Bad service and mediocre pizza: I visited Warwick Arts Centre’s new restaurant

Spoiler alert- don’t expect to get your order

You may have noticed the jungle that’s been growing out of the Warwick Arts Centre recently- it belongs to Benugo bar and kitchen, the newest food spot on campus.

If you’re anything like me, you’ve probably spent the last few weeks anxious to enter this invitingly green establishment, so you can imagine my excitement when me and my friends decided to go on a Friday night.

It seems the objective of this restaurant is to demonstrate the truth of the phrase “never judge a book by its cover”. On the outside, this restaurant is beautiful: with a canopy of cascading plants, mirrored ceilings and an amazing bar. But the reality is aggressively underwhelming: bad service and mediocre pizza.

The entire budget for this restaurant was blown on table plants

We were told after queueing for about 15 minutes that the menu was limited to just pizza. This was fine, but bizarre as we saw other dishes being served to nearby tables. However at this point I was still misguidedly excited and not bothered by this menu limitation at all, so I ordered a pizza and a glass of wine, excited to be drunk and full of bread.

To my unfathomable dismay, my wine never appeared, despite asking for it repeatedly over a 90-minute period. I’ve worked in the service industry so I know firsthand the underpaid stress of being a waitress and that sometimes things get forgotten. But surely my single glass of wine wasn’t a tall order, especially given how frequently I had requested it? It felt like they had identified me as an alcoholic and were staging a united intervention to stop me from drinking.

My friend ordered a mojito which also never arrived, resulting in the most bizarre interaction of the evening. When we enquired as to the whereabouts of the nine quid cocktail, the waitress seemed taken aback and exclaimed: “We don’t do mojitos. Who told you we do mojitos?” We pointed timidly to the drinks menu which read “mojitos”, after which she explained they weren’t serving cocktails that day, a Friday night, which would’ve been good to know when we ordered it an hour and a half earlier.

Another man came over to speak to us about the mystery of our drinks, and he assured us if we came back another time and gave his name, we’d get cocktails on the house.
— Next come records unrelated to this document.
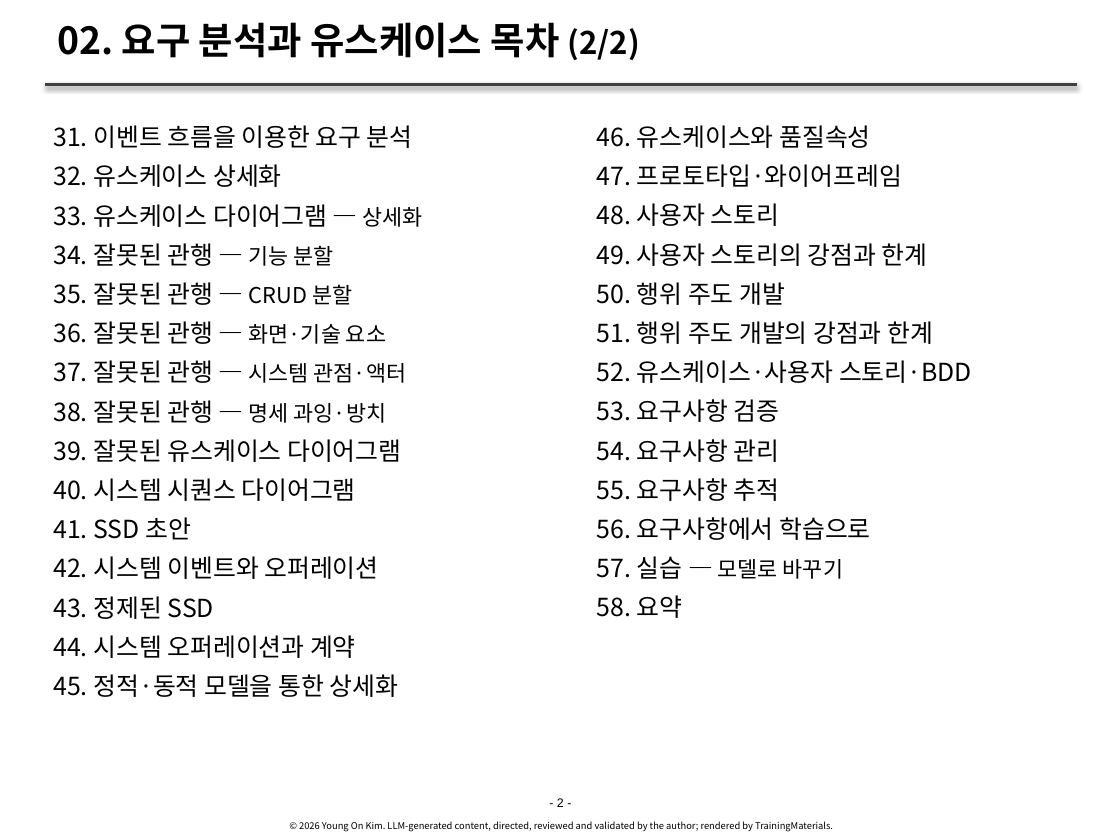
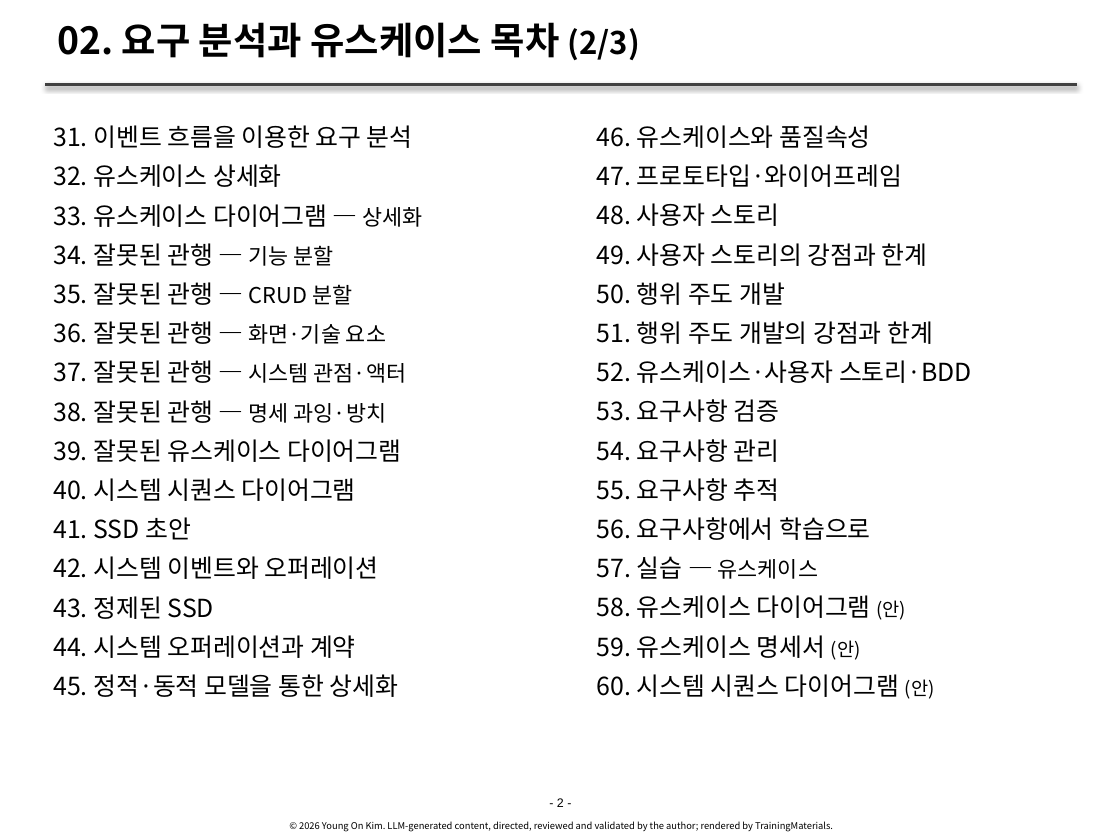
Before and after one commit to YoungSan77/TrainingMaterials, a slide deck: slide 2 of courses/ooad/sessions/s02.pptx. Drawn at 1120x840 pixels with LibreOffice and Linux fonts; fonts in the diff are those of the drawing. Boxes give left, top, right and bottom in pixels: in the first picture for what was removed or moved away, otherwise in the second. Text is boxed around its words. In the diff, an @@ line names an element or a change of style, - is before the commit and + after.

```diff
--- a/courses/ooad/sessions/s02.pptx
+++ b/courses/ooad/sessions/s02.pptx
@@ title at (57,22,640,60): text changed @@
-02. 요구 분석과 유스케이스 목차 (2/2)
+02. 요구 분석과 유스케이스 목차 (2/3)
@@ text at (597,556,935,699): text changed @@
-  57. 실습 — 모델로 바꾸기
-  58. 요약
+  57. 실습 — 유스케이스
+  58. 유스케이스 다이어그램 (안)
+  59. 유스케이스 명세서 (안)
+  60. 시스템 시퀀스 다이어그램 (안)
```
Also in this commit, not shown: 78 other slides changed, 5 slides added, 1 slide removed, 39 other files.

But we didn’t know his name, and we knew we’d not be coming back another time anyway. Perhaps the most perplexing element of this interaction was the woman sat behind us, sipping contentedly on a mojito.

Dejected, thirsty and disgustingly sober, we just asked for our non-existent drinks to be taken off the bill because at this point we’d already finished our food. We resolved to take our money to Rootes where we could get a bottle of wine for half the price.

Not best pleased.

What perplexed me most about the experience was the restaurant was at about half capacity and teeming with staff, so there was not much to blame for our lack of drinks except disorganisation. Getting the attention of a waitress was persistently a wild goose chase: they seemed to huddle around the till and avoid eye contact as if we would turn them to stone. We all agreed we could’ve left without paying and none of them would have noticed- in that way, this is an ideal dinner spot if you’re on a tight budget.

At the end of the day the pizza was not exactly worth the wait – mainly because it would’ve had to blow my mind to compensate for the time it took to arrive. The dough was a little bit raw in the middle and it cost ten quid and two hours of my life I’ll never get back. I recommend giving Benugo a visit if you’re looking to age prematurely from minor stress. Or if you’re a masochist.

Maybe my experience was a one off, that can be put down to the restaurant not being properly established and the staff still finding their bearings; perhaps it was just a bad night at the end of a long week. I’ve heard other people talk about positive experiences eating here, so I’d try it for yourself before you reach any conclusions.

Benugo have been contacted for comment.